Выбрать главу

Мельшин говорит — указывает далее г. Ковалевский — о чудовищной нравственной тупости каторжных, особенно рельефно проявляющейся в рассказах об утонченно-свирепых убийствах и зверских поступках. Следует цитата: «Публика всегда была, видимо, на стороне палача, а не жертвы, и для первого из них всегда отыскивалось в ее глазах какое-нибудь оправдание». Что говорить — примеров бессердечного цинизма и утонченно-сладострастного зверства можно найти в этой среде сколько угодно; но не следует все-таки преувеличивать и, главное, так свирепо обобщать. Разве я то хотел сказать приведенной выше фразой, что арестанты всегда и везде сочувствуют непременно палачам, а не жертвам? Ведь речь идет у меня лишь о том, как относятся они к рассказам своих товарищей об их прошлом. В глазах каторги каждый такой рассказчик, благодаря факту своего пребывания в данный момент в тюрьме, в неволе, уже является жертвой, какие бы ужасы он про себя ни рассказывал; живое, в эту минуту страдающее существо, он вызывает в товарищах больше сочувствия, чем те — погибшие от его руки, давно лежащие в могиле… Философия, правда, странная, односторонне человечная, но как-никак с ней необходимо считаться, раз хочешь быть беспристрастным судьею этих некультурных, глубоко развращенных и столь же глубоко несчастных людей. В моих очерках есть немало фактов, показывающих, что русскому арестанту вовсе не чужды и нежное любящее сердце и способность сочувствовать чужому страданию, способность, доходящая порой до самоотречения.

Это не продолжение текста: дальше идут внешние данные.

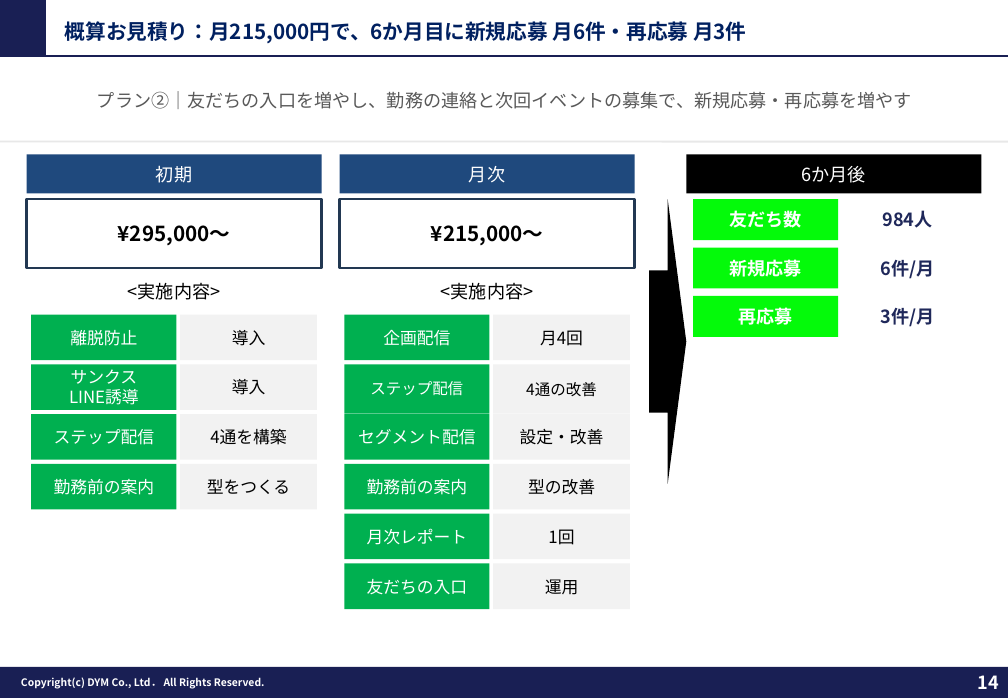
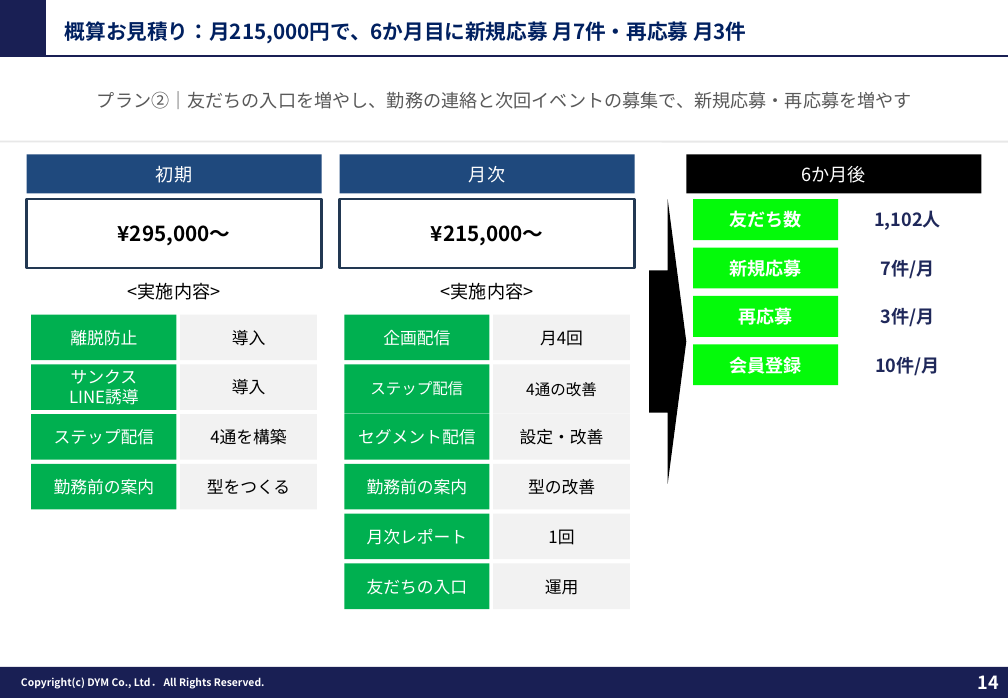
Before and after one commit to tonomura-r-dev/folder, a slide deck: slide 14 of 202610_株式会社横浜シミズ御中_LINE公式アカウント運用のご提案.pptx. Drawn at 1008x698 pixels with LibreOffice and Linux fonts; fonts in the diff are those of the drawing; background and template pictures are left out. Boxes give left, top, right and bottom in pixels: in the first picture for what was removed or moved away, otherwise in the second. Text is boxed around its words. In the diff, an @@ line names an element or a change of style, - is before the commit and + after.

```diff
--- a/202610_株式会社横浜シミズ御中_LINE公式アカウント運用のご提案.pptx
+++ b/202610_株式会社横浜シミズ御中_LINE公式アカウント運用のご提案.pptx
@@ text at (65,21,747,43): text changed @@
-概算お見積り：月215,000円で、6か月目に新規応募 月6件・再応募 月3件
+概算お見積り：月215,000円で、6か月目に新規応募 月7件・再応募 月3件
@@ text at (874,210,941,230): text changed @@
-984人
+1,102人
@@ text at (881,260,935,279): text changed @@
-6件/月
+7件/月
@@ rectangle added at (693,344,839,385), fill #04FA0A, 14 pt, text #FFFFFF, bold @@
+会員登録
@@ text added at (875,357,940,376), 14 pt, text #1F285A, bold @@
+10件/月
```
Also in this commit, not shown: 1 other slide changed, 1 slide removed, 4 other files.

Из других «характерных черт» прирожденного преступника г. Ковалевский отмечает его ненависть «ко всему остальному, роду человеческому», не указывая, однако, на чем основано подобное обвинение. По-видимому, на только что процитированной перед тем биографии моего Семенова. Действительно, это — ультраозлобленный человек, «закоренелый злодей», как выражается ученый профессор. Но, не говоря уж о том, что судить по одному экземпляру обо всех тысячах каторжных несправедливо и недостойно ученых людей, следует быть справедливым и относительно самого Семенова. Отбросьте в его речах гордый, явно преувеличенный пафос злобы (мало ли что в злобе говорится!) — и нам станет ясно, что отнюдь не весь род человеческий ненавидит Семенов, а только известную часть его, именно — богатых и сытых. А это, я полагаю, огромная разница! Что касается остальных обитателей мира отверженных (фигур, в большинстве, несомненно, более мелких и вместе с тем более близких к нормальному человеческому типу), то я сошлюсь хотя бы на главу «Демоны зла и разрушения» (т. I), где изображаются разговоры «на широкие общественные темы». Оказывается, что у этих «мечтателей» никогда не являлось и тени сомнения в том, что «народ» и они, обитатели каторги, — совершенно одно и то же… И какие строят они наивные планы достижения общего счастья — правда, дикие, ужасные, кошмарно-кровавые, но все-таки проникнутые — надо же в этом сознаться — любовью, а никак не огульной «ненавистью ко всему, человеческому роду».

«Непреступное общество являлось для них для всех смертельным врагом, которого они ненавидели и (которому?) всеми способами делали зло (это — сидя в тюрьме-то?). Месть, жестокая месть грозила всем врагам каторжной когорты, и эту месть многие ставили главным предметом своей свободы и своего выхода из острога». Обобщение совершенно фантастического характера… Ни Достоевский, ни кто другой из бытописателей тюрьмы и каторги нигде не говорят о том, чтобы какой-либо арестант ставил главным предметом своей свободы и выхода из острога — «месть всем врагам каторжной когорты». Для меня по крайней мере, немало писавшего о мстительности русских арестантов по отношению к личным врагам, подобное утверждение является положительной новостью, в неосновательности которой я, впрочем, нисколько не сомневаюсь.

Что касается другого обвинения «прирожденного преступника» — в том, что будто бы в «основе его существа» лежит лень и отвращение к работе, особенно если это работа принудительная, то является невольный вопрос: неужели же вполне нормальный человек относится к принудительному труду с радостью, с восторгом, с вдохновением?..

Наконец, ученый вывод еще более удивительный — отношение прирожденного преступника к грамоте. «Очень многие из преступников грамотны, — говорит бывший профессор, — но эта грамотность была приобретена ими не как выражение пытливости и любознательности ума, а как средство покрытия и пособия преступности». Спрашивается — откуда сие?.. Естественно, вспоминаешь прежде всего свои слова, свои рассказы. «Миколаич, на что нам грамота, на что?» — в отчаянии из-за своей неспособности спрашивал иногда Никифор Буренков своего учителя.